The cyanobacterial CO2 concentration mechanism
Rubisco, the primary CO2-fixing enzyme of the Calvin-Benson-Bassham cycle, is the most abundant protein on Earth. Despite this centrality, Rubisco is a relatively slow enzyme and fails to distinguish between CO2 and the competing off-target substrate of O2. To overcome these limitations bacteria, algae and plants have evolved different types of CO2 concentration mechanisms (CCMs). These systems create a locally high concentration of CO2 around Rubisco and thereby increase overall CO2 fixation rates. The cyanobacterial CCM consists of two major components: inorganic carbon transporters that actively accumulate bicarbonate in the cytosol and a protein organelle called the carboxysome.
Carboxysomes co-encapsulate the key enzymes for CO2 fixation, Rubisco and carbonic anhydrase, within a protein shell. These complex protein structures are built out of more than 10,000 distinct protein pieces that spontaneously self-assemble within the bacteria cell.

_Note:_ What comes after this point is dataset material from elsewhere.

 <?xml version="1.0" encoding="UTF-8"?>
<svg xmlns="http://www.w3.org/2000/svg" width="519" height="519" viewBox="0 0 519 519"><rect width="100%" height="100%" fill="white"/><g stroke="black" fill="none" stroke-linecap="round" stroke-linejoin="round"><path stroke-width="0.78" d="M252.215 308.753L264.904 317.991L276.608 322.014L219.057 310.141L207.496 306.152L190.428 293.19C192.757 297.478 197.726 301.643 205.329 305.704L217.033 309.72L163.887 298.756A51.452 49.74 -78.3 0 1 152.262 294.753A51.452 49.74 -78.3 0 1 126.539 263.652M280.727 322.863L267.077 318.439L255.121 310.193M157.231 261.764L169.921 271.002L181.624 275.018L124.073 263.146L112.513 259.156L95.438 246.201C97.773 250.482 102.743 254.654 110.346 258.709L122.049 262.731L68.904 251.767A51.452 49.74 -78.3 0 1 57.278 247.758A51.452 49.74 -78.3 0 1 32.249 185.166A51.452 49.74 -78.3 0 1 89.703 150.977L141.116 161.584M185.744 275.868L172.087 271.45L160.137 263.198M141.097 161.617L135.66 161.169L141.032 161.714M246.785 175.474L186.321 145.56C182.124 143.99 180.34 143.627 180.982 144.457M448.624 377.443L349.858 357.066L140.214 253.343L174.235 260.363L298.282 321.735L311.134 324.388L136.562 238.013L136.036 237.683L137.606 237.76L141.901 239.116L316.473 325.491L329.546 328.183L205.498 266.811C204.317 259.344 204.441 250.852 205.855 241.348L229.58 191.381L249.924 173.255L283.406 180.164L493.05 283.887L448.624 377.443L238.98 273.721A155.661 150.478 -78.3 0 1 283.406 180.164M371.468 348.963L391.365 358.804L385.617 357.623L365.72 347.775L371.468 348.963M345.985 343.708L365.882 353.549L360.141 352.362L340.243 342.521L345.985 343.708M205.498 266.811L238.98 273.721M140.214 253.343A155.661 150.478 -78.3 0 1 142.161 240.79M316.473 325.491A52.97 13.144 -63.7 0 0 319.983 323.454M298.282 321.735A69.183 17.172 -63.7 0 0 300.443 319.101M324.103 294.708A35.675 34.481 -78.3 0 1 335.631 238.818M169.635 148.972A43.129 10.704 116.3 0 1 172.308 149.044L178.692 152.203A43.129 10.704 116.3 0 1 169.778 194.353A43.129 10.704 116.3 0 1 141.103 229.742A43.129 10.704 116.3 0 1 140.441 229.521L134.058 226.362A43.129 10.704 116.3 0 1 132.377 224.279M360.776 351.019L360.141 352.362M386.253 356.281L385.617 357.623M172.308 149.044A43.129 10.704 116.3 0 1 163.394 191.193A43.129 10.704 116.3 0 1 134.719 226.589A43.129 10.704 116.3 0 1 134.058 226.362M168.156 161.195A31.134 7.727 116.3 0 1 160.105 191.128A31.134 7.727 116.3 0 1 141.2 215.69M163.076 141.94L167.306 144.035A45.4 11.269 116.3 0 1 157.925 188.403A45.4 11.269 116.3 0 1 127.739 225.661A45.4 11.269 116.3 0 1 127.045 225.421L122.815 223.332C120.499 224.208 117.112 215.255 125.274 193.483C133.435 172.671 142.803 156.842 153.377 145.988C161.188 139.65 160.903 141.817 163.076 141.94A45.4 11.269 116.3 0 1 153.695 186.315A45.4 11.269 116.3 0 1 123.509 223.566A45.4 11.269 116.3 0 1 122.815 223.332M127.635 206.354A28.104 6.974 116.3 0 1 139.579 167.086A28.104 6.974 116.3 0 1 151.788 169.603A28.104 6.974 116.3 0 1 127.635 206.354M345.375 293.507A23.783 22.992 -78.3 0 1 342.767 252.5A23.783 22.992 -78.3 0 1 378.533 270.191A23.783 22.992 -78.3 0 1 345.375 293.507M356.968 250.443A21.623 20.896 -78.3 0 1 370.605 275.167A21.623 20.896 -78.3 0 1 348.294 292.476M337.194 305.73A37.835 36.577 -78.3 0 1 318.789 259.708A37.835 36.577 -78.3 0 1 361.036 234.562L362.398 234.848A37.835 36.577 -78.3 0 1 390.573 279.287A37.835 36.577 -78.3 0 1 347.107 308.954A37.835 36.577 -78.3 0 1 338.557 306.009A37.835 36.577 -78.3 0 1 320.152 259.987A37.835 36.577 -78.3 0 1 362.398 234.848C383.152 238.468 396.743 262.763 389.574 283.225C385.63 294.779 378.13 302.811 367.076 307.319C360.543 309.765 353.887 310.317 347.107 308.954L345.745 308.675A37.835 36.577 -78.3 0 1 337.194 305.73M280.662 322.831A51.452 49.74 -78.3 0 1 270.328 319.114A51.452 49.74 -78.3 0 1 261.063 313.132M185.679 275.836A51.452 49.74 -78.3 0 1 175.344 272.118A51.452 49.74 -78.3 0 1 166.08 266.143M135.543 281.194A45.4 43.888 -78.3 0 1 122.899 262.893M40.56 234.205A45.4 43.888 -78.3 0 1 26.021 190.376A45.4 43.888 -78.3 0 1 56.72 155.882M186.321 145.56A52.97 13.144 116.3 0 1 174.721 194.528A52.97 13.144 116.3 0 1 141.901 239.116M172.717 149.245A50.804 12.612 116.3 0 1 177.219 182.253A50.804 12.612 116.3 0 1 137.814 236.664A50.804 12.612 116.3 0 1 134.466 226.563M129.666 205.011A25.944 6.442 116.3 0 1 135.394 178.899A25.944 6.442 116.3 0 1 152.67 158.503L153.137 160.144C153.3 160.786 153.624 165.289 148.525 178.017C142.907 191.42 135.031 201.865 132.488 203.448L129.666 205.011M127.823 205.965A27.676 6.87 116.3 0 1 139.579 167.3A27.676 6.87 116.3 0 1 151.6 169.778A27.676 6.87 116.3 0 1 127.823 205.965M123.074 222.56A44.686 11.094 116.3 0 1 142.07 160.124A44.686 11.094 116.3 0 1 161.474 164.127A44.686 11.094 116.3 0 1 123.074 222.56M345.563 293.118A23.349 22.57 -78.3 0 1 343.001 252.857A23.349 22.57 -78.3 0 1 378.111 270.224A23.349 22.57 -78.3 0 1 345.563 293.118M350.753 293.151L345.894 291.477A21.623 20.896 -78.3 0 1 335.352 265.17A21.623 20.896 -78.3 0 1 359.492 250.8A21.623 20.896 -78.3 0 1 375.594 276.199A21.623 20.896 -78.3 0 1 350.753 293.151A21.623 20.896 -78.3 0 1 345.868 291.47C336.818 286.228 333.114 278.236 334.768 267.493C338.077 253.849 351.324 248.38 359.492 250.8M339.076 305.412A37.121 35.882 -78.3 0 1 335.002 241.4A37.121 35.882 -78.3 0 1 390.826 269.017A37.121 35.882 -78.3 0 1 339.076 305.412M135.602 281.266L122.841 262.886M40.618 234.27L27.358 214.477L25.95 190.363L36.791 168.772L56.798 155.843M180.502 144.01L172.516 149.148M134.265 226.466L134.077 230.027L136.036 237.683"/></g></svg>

We use a combination of biochemistry, enzymology, synthetic biology, structural biology, and bioinformatics to study various aspects (function, structure, assembly, regulation etc.) of the cyanobacterial CO2 concentrating mechanism. The acquired knowledge aims to lead the way for development of future microorganisms and crops with enhanced photosynthetic efficiencies.
Enzymology and directed evolution
We have a long interest in mechanistic enzymology and enzyme engineering. Our current work spans from fundamental understanding of carbonic anhydrases to directed evolution of biocatalysts. Currnet engineering project is part of a collaboration with Karin Stensjö aiming at using energy from the sun to produce biofuels in cyanobacteria.